Saturday, November 2, 2019

Python Crib Sheet #3


Modulo

Modulo in Python and Scala differ for negative numbers. In Python, you see something like:

>>> print(-1 % 10)
9
>>> print(-11 % 10)
9

In Scala:

scala> println(-1 % 10)
-1

scala> println(-11 % 10)
-1

Arrays

Negative indices can be used to count from the end, for example:

>>> xs = range(0, 10)
>>> xs
range(0, 10)
>>> list(xs)

[0, 1, 2, 3, 4, 5, 6, 7, 8, 9]
>>> xs[-1]
9
>>> xs[-2]
8

etc

Numpy

Similarly, you can reshape Numpy arrays:

>>> xs = [0, 1, 2]
>>> np.array(xs).shape
(3,)
>>> np.array(xs).reshape(-1, 1).shape
(3, 1)

If you don't reshape the Numpy array then operators can change the shape of those that have been reshaped.

>>> xs = [0, 1, 2]
>>>  np.array(xs).reshape(-1, 1)
array([[0],
       [1],
       [2]])
>>> np.array(xs).reshape(-1, 1) * np.array(xs)
array([[0, 0, 0],
       [0, 1, 2],
       [0, 2, 4]])

That is, a Cartesian product operations.

But note that an array that is not reshaped implicitly acts like a row vector:

>>> np.array(xs).reshape(1, -1) * np.array(xs)
array([[0, 1, 4]])

That is, an element-wise product.

Also note that some actions on the reshaped array can reverse the reshaping. For instance, summing over rows:

>>> a = np.array(xs).reshape(-1, 1)
>>> a.shape
(3, 1)
>>> np.sum(a, 1).shape  # 0 would sum columns
(3,)


Generators

Generators are (to my understanding at least) like a Java/Scala stream.
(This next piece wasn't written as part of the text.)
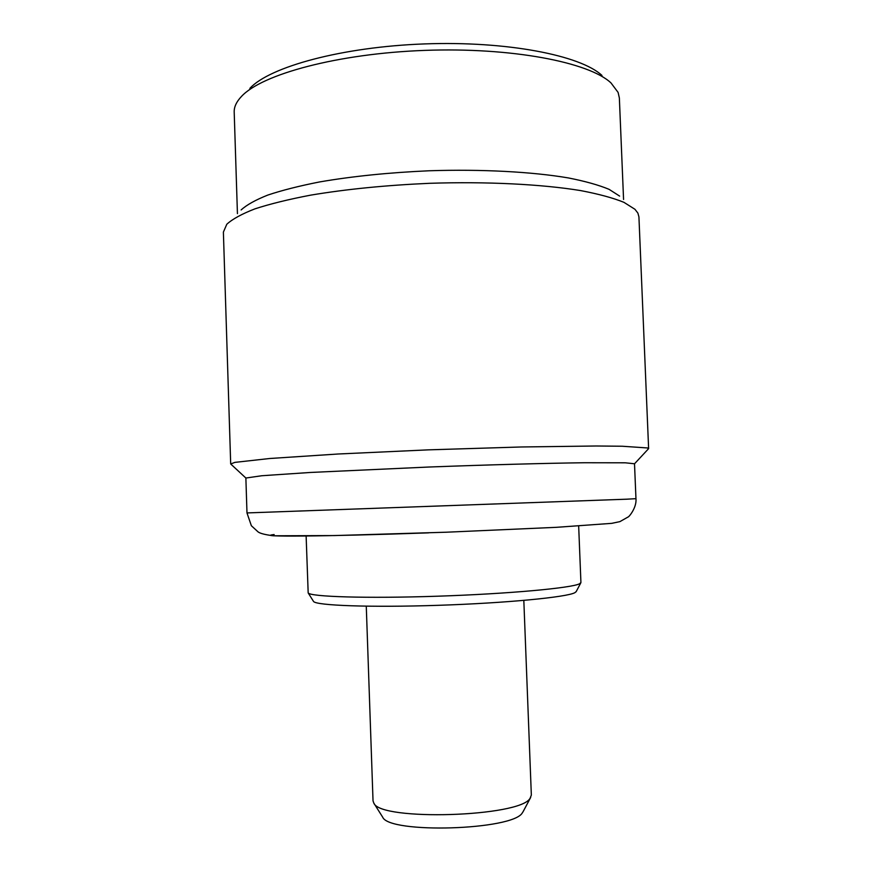 <?xml version="1.0" encoding="UTF-8"?>
<svg xmlns="http://www.w3.org/2000/svg" width="872" height="872" viewBox="0 0 872 872"><rect width="100%" height="100%" fill="white"/><g stroke="black" fill="none" stroke-linecap="round" stroke-linejoin="round"><path stroke-width="1.31" d="M523.821 600.416L531.342 795.079L530.1 798.251C520.431 816.944 380.377 821.271 373.837 803.145L373.031 800.878L366.273 606.193M576.207 591.565L574.866 592.688C566.909 597.189 506.327 603.097 438.191 605.321C370.044 607.599 315.729 605.528 313.506 601.408L313.386 601.2M578.67 526.034L580.926 582.507L579.553 583.782C571.542 588.044 508.583 593.854 437.57 596.208C366.534 598.595 310.203 596.797 308.176 592.916L306.127 536.018M245.871 478.02L246.983 512.932L626.837 499.187L635.961 498.675L634.511 463.773L625.333 462.803L584.458 462.738C545.589 463.239 487.96 464.809 428.73 467.032L310.356 472.461L261.873 475.731L245.871 478.03L230.993 464.242M648.343 448.938L647.7 447.968L622.183 446.235L596.165 445.995L521.303 446.976L428.392 449.854L338.02 454.007L269.775 458.498L234.884 462.378L230.709 463.98M648.615 448.568L638.925 216.856L637.879 213.084L634.936 209.28L623.916 202.326C613.081 197.922 598.639 194.009 580.567 190.576C541.708 184.232 486.892 181.43 429.645 183.305C386.013 185.224 346.369 189.17 310.737 195.132C288.828 199.306 270.244 203.885 254.973 208.844C241.838 213.934 232.453 219.068 226.807 224.246L223.385 232.094L230.688 463.893M623.567 199.481L619.36 97.991L618.106 92.41L611 82.938C589.123 62.261 511.711 47.153 424.773 50.391C337.824 53.53 261.742 74.273 241.435 96.487C236.421 101.784 234.012 106.994 234.197 112.117L237.435 213.64M523.135 811.614L522.383 812.78C513.227 830.231 389.097 834.035 382.655 817.129L382.427 816.77M601.996 75.472C580.654 55.405 506.948 40.853 424.533 43.916C342.118 46.892 269.677 66.806 249.861 88.377M619.621 196.091L609.059 189.333C598.813 185.06 585.276 181.267 568.435 177.943C532.302 171.795 481.813 169.059 429.188 170.77C389.076 172.547 352.56 176.264 319.643 181.932C299.358 185.921 282.081 190.303 267.813 195.066C255.474 199.971 246.58 204.931 241.119 209.967M428.544 532.857C322.934 536.596 253.392 536.989 274.146 534.536M576.098 591.772L580.785 582.91M635.961 498.675C636.876 507.809 628.647 517.336 628.036 517.02L619.894 521.63L611.708 523.353L556.467 527.32L446.29 532.214L334.118 535.572L273.285 535.79C265.175 534.732 260.107 533.446 258.112 531.92L251.365 525.729L246.983 512.932M634.522 463.784L648.605 448.655M522.938 811.985L530.699 797.389M382.655 817.129L373.837 803.145M313.506 601.408L308.176 592.916"/></g></svg>

Iterables, generators and yield are related and this excellent SO answer weaves them together.

“When you use a list comprehension, you create a list, and so an iterable:

Generators are iterators, a kind of iterable you can only iterate over once. Generators do not store all the values in memory, they generate the values on the fly. [The syntax for creating generators is] just the same except you used () instead of []

yield is a keyword that is used like return, except the function will return a generator… To master yield, you must understand that when you call the function, the code you have written in the function body does not run. The first time the for calls the generator object created from your function, it will run the code in your function from the beginning until it hits yield, then it'll return the first value of the loop. Then, each other call will run the loop you have written in the function one more time, and return the next value until there is no value to return. The generator is considered empty once the function runs, but does not hit yield anymore.

>>> def createGenerator():
...    mylist = range(3)
...    for i in mylist:
...        yield i*i
...
>>> mygenerator = createGenerator() # create a generator
>>> print(mygenerator) # mygenerator is an object!

>>> for i in mygenerator:
...     print(i)
0
1
4

Here it's a useless example, but it's handy when you know your function will return a huge set of values that you will only need to read once."

Note that "Local variables in a generator function are saved from one call to the next, unlike in normal functions." [Python Wiki]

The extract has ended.